To decide which Node
a Pod will be run on Kubernetes works through several decisions which can be divided in to two steps
- Filtering
- Scoring
Filtering
The first operation is to filter which Nodes are candidates to run the Pod. These are called feasible nodes. In this step Kubernetes is filtering which nodes have enough resources to meet the Pods requirements. Resources include both cpu and memory requirements, but also storage mounts and networking.
In this step we are also checking if the Pod is requesting to run on a specific set of nodes. This can be done with Taints and Tolerations, Affinity, and NodeSelectors.
Scoring
When the Kube scheduler has filtered out the list of feasible nodes it goes ahead and sorts that list based on scoring. The scheduler ranks the nodes to choose the most suitable node
Custom schedulers
Kubernetes is extensible in it's nature and it allows for custom schedulers so you can write your own scheduler to fit your exact needs if the default one comes too short.
Taints and Tolerations
Kubernetes Documentation reference
Taints are a way for a Node to repel Pods from running there. Meaning you can add a taint on a node which will instruct the scheduler to not run a specific (or any) pod on that node.
By default a Kubernetes cluster already have taints set on nodes. The control plane nodes has a NoSchedule
taint by default to prevent normal pods to be scheduled on them.
1kubectl describe node <CONTROL-PLANE-NODE>
This control plane node has the taint control-plane:NoSchedule
. Because of this the scheduler will not schedule a Pod to it as long as it doesn't have a Toleration
for it
A Toleration is assigned to a Pod which allows the pod to be scheduled on a node with a corresponding taint. An example of this can be found in Daemon set pods which oftentimes runs on all nodes.
From my post on Daemon sets we used the kube-proxy pod which are running on all nodes. First let's identify a pod running on a control plane node
1kubectl -n kube-system get pod -o wide -l k8s-app=kube-proxy
![kube-proxy pods](/img/kubectl -n kube-system get pod -o wide.png)
Let's check the Tolerations on one of the pod
1kubectl -n kube-system describe pod <POD-NAME>
This toleration will match the control-plane:NoSchedule
taint on the control plane nodes and thereby let the kube-scheduler schedule the pod on the node.
Let's do a couple of our own examples
First we'll taint our worker nodes with some taints. We'll do the classic Prod/Dev example
1kubectl taint node <PROD-NODE> env=dev:NoSchedule
2kubectl taint node <PROD-NODE> env=dev:NoSchedule
With these taints the cka-worker-1 and -2 nodes should not run dev pods, only production pods.
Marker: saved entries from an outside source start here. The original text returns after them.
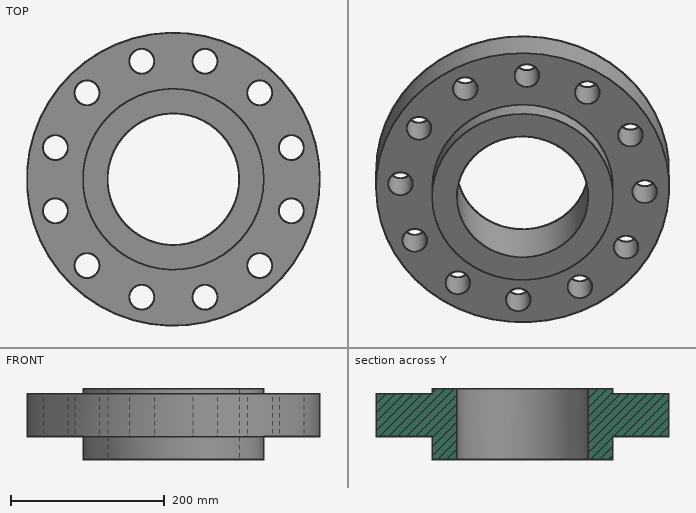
import cadquery as cq

flange_diameter = 381.0
total_height = 92.2
flange_thickness = 55.5
raised_face_height = 6.5
hub_height = total_height - flange_thickness - raised_face_height

hub_diameter = 235.0
bore_diameter = 170.5

bolt_count = 12
bolt_hole_diameter = 32.0
bolt_circle_diameter = 317.5
first_bolt_angle = 360 / bolt_count / 2


def make_body():
    """Flange disc around a central cylinder that forms the hub and raised face."""
    hub = cq.Workplane("XY").circle(hub_diameter / 2).extrude(total_height)
    flange = (
        cq.Workplane("XY")
        .workplane(offset=hub_height)
        .circle(flange_diameter / 2)
        .extrude(flange_thickness)
    )
    return hub.union(flange)


def make_bore():
    return cq.Workplane("XY").circle(bore_diameter / 2).extrude(total_height)


def make_bolt_holes():
    """Ring of cylinders that pass right through the flange."""
    return (
        cq.Workplane("XY")
        .polarArray(bolt_circle_diameter / 2, first_bolt_angle, 360, bolt_count)
        .circle(bolt_hole_diameter / 2)
        .extrude(total_height)
    )


result = make_body().cut(make_bore()).cut(make_bolt_holes())

Production pods can run on all three workers.
Let's create a pod with a dev tag and see where the kube-scheduler puts it
1apiVersion: v1
2kind: Pod
3metadata:
4 name: nginx-dev-1
5 labels:
6 env: dev
7spec:
8 containers:
9 - name: nginx
10 image: nginx
11 imagePullPolicy: IfNotPresent
Note the env:dev
tag. We'll create this pod with the kubectl apply -f filename
command. And then we'll retrieve our pods and see what node it got scheduled on.
1kubectl apply -f <file-name-1>
2
3kubectl get pods -o wide
As expected it was scheduled to cka-worker-3 which was not tainted earlier. Let's create a second pod with the same spec and tag, just with a different name to see where that gets scheduled
1kubectl apply -f <file-name-2>
2
3kubectl get pods -o wide
Again the pod was scheduled on worker-3
Now let's create a pod tagged with the env:prod
tag and see where that gets scheduled
Not working example
1apiVersion: v1
2kind: Pod
3metadata:
4 name: nginx-prod-1
5 labels:
6 env: prod
7spec:
8 containers:
9 - name: nginx
10 image: nginx
11 imagePullPolicy: IfNotPresent
1kubectl apply -f <file-name-3>
2
3kubectl get pods -o wide
But wait! Why wasn't that scheduled on one of the prod tainted nodes?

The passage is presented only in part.